Of course, we know that for most language primitives (numbers and strings in particular) sorting "just works" without you needing to provide a custom sorting callback. In an ideal world, this is how our custom objects would work too, and fortunately, most languages provide a way to do just that.
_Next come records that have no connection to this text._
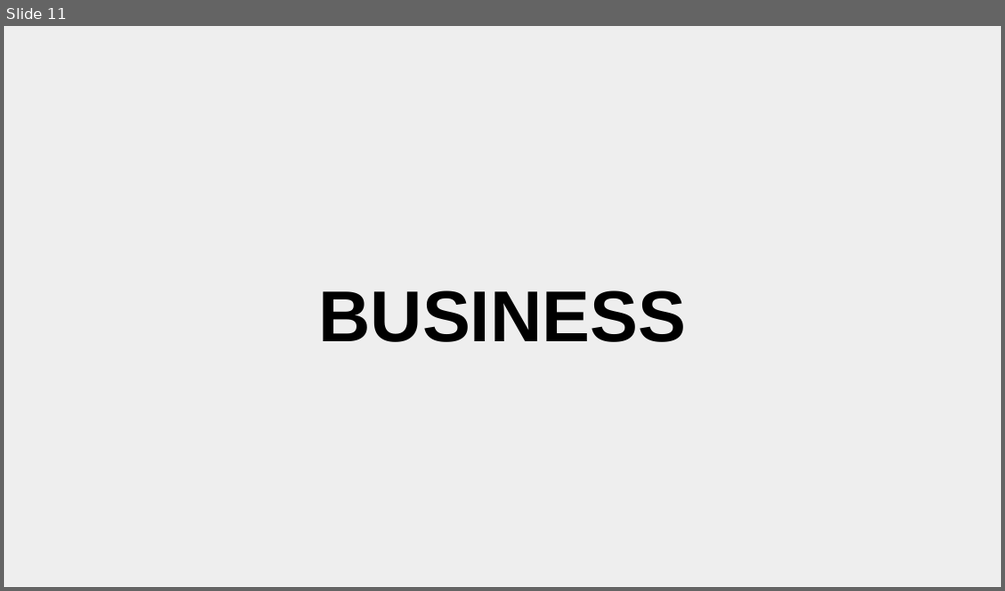
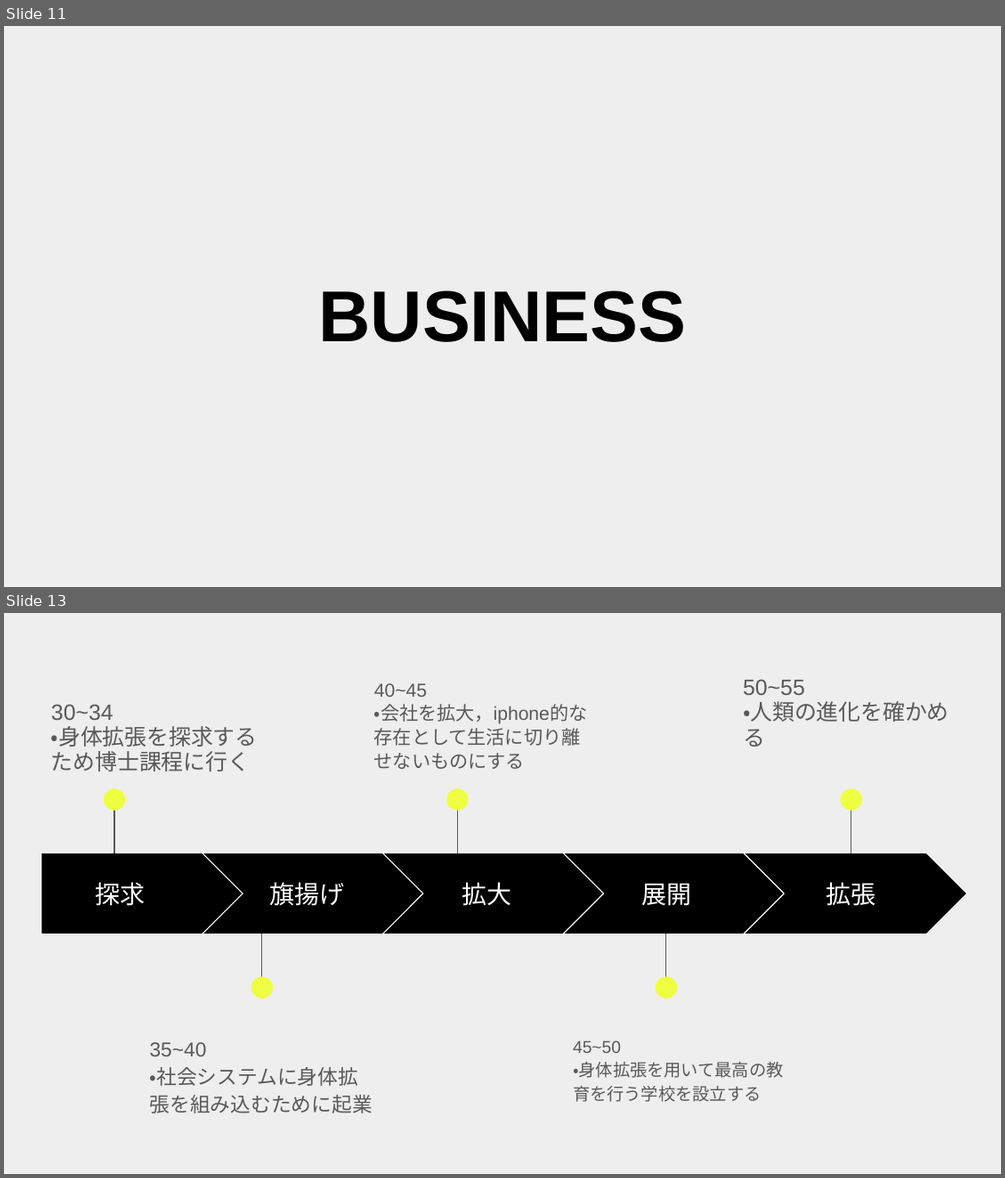
Before and after one commit to gakutosasabe/Reserch, a slide deck: BodyExpendReserch/世界観構築/身体拡張ビジョン.pptx. Shown one above the other, each under a label of ours: slide 11 before the commit, slides 11 and 13 after it; the slides between them are not shown. The pictures are 1005x591 and 1005x1178 pixels, drawn with LibreOffice and Linux fonts; fonts in the diff are those of the drawing. Boxes give left, top, right and bottom in pixels: in the first picture for what was removed or moved away, otherwise in the second. Text is boxed around its words. In the diff, an @@ line names an element or a change of style, - is before the commit and + after.

Commit message:
身体拡張ビジョンにマイルストーンを追加

```diff
--- a/BodyExpendReserch/世界観構築/身体拡張ビジョン.pptx
+++ b/BodyExpendReserch/世界観構築/身体拡張ビジョン.pptx
@@ slide 13 added at bbox=[4, 613, 1001, 1174], background #FFFFFF @@
@@ rectangle added at bbox=[4, 613, 1001, 1173], fill #EEEEEE @@
@@ text added at bbox=[374, 683, 587, 724], 13.6 pt, text #595959 @@
+40~45
+・会社を拡大，iphone的な存在として生活に切り離せないものにする
@@ text added at bbox=[743, 679, 949, 747], 16 pt, text #595959 @@
+50~55
+・人類の進化を確かめる
@@ text added at bbox=[51, 704, 258, 771], 16 pt, text #595959 @@
+30~34
+・身体拡張を探求するため博士課程に行く
@@ ellipse added at bbox=[104, 788, 126, 811], fill #EEFF41 @@
@@ line added from (114, 793) to (114, 853), #595959 0.75 pt @@
@@ ellipse added at bbox=[446, 788, 469, 811], fill #EEFF41 @@
@@ line added from (458, 793) to (458, 853), #595959 0.75 pt @@
@@ ellipse added at bbox=[841, 788, 862, 811], fill #EEFF41 @@
@@ line added from (851, 793) to (851, 853), #595959 0.75 pt @@
@@ pentagon arrow added at bbox=[40, 852, 245, 934], fill #000000, outline #FFFFFF 0.75 pt @@
@@ chevron added at bbox=[202, 852, 426, 934], fill #000000, outline #FFFFFF 0.75 pt @@
@@ chevron added at bbox=[383, 852, 606, 934], fill #000000, outline #FFFFFF 0.75 pt @@
@@ chevron added at bbox=[563, 852, 786, 934], fill #000000, outline #FFFFFF 0.75 pt @@
@@ chevron added at bbox=[744, 852, 967, 934], fill #000000, outline #FFFFFF 0.75 pt @@
@@ text added at bbox=[96, 882, 146, 906], 18 pt, text #FFFFFF @@
+探求
@@ text added at bbox=[270, 882, 345, 906], 18 pt, text #FFFFFF @@
+旗揚げ
@@ text added at bbox=[461, 882, 511, 906], 18 pt, text #FFFFFF @@
+拡大
@@ text added at bbox=[641, 883, 691, 906], 18 pt, text #FFFFFF @@
+展開
@@ text added at bbox=[826, 882, 876, 906], 18 pt, text #FFFFFF @@
+拡張
@@ line added from (262, 994) to (262, 933), #595959 0.75 pt @@
@@ line added from (666, 994) to (666, 933), #595959 0.75 pt @@
@@ ellipse added at bbox=[251, 977, 273, 998], fill #EEFF41 @@
@@ ellipse added at bbox=[655, 977, 677, 998], fill #EEFF41 @@
@@ text added at bbox=[150, 1042, 372, 1113], 14.6 pt, text #595959 @@
+35~40
+・社会システムに身体拡張を組み込むために起業
@@ text added at bbox=[573, 1040, 784, 1102], 12.4 pt, text #595959 @@
+45~50
+・身体拡張を用いて最高の教育を行う学校を設立する
```
Also in this commit, not shown: 4 slides changed, 4 other slides added.

In Rust, we can avail of the `std::cmp::Ord`

and `std::cmp::PartialOrd`

traits to describe how objects should be ordered. In trivial cases, you can use `#[derive(...)]`

to implement these, but let's talk about doing so explicitly.

tip

Rust isn't the only language that supports this type of functionality, and you can achieve similar results in C# by implementing the `IComparable`

interface, in Python by implementing the `__lt__`

and `__gt__`

methods, and in Go by implementing the `sort.Interface`

interface.

### Sorting `enum`

s in Rust

Let's start with a simple `enum`

which we want to be able to sort. In this case, we'll use a `Direction`

enum which represents the four cardinal directions.

```
enum Direction {
North,
East,
South,
West,
}
```

If we wanted to sort these in clockwise order, we could do so by implementing the `std::cmp::Ord`

trait ourselves, or we could instead use `#[derive(...)]`

and define constant values for our enum variants.

```
#[derive(PartialEq, Eq, PartialOrd, Ord)]
enum Direction {
North = 0,
East = 1,
South = 2,
West = 3,
}
```

tip

In order to implement `Ord`

you'll need to implement `Eq`

, same goes for `PartialOrd`

and `PartialEq`

. This is because `Ord`

and `PartialOrd`

are traits which extend `Eq`

and `PartialEq`

respectively, so you'll need to implement the base traits before you can implement the extended ones.

### Sorting `struct`

s in Rust

Of course, not everything in Rust is an `enum`

, and we'll often want to sort `struct`

s too. Let's imagine that we've got a `Complex`

number type as shown below.

```
#[derive(PartialEq, Eq)]
struct Complex {
real: f64,
imaginary: f64,
}
```

If we'd like to spiral-sort this (i.e. first by distance from the origin, then by angle), we would need to implement our own sort function to perform the necessary transforms. Let's do that, and take the time to implement this in a clean and reusable manner. We'll start by implementing support for converting our `Complex`

type to polar coordinates.

```
impl Complex {
pub fn new(real: f64, imaginary: f64) -> Self {
Self { real, imaginary }
}
pub fn to_polar(&self) -> (f64, f64) {
// Don't you just love Rust's lovely math extensions?
let r = (self.real.powi(2) + self.imaginary.powi(2)).sqrt();
let theta = self.imaginary.atan2(self.real);
(r, theta)
}
}
```

Now that we can easily retrieve the polar coordinates for our `Complex`

number, we can implement `std::cmp::PartialOrd`

for it.

```
impl std::cmd::PartialOrd for Complex {
fn partial_cmp(&self, other: &Self) -> Option<std::cmp::Ordering> {
let (r1, theta1) = self.to_polar();
let (r2, theta2) = other.to_polar();
// First, compare the distance from the origin
let distance = r1.partial_cmp(&r2);
if distance != Some(std::cmp::Ordering::Equal) {
return distance;
}
// If the distance is the same, compare the angle
theta1.partial_cmp(&theta2)
}
}
```

With this, we can now easily sort our `Complex`

numbers using the built-in `sort`

function.

```
let mut numbers = vec![
Complex::new(1.0, 1.0),
Complex::new(2.0, -1.5),
Complex::new(1.0, -1.0),
Complex::new(0.0, 0.0),
Complex::new(-1.0, -1.0),
Complex::new(-2.0, 1.5),
Complex::new(-1.0, 1.0),
];
// Sort the numbers by their position in the spiral
numbers.sort();
```

## Conclusion

I find that incorporating this pattern can help significantly reduce the amount of duplicated sort code lying around your code bases and allows you to take advantage of built-in sort functionality for solving interesting problems (like ordering the winning hands in a game of cards).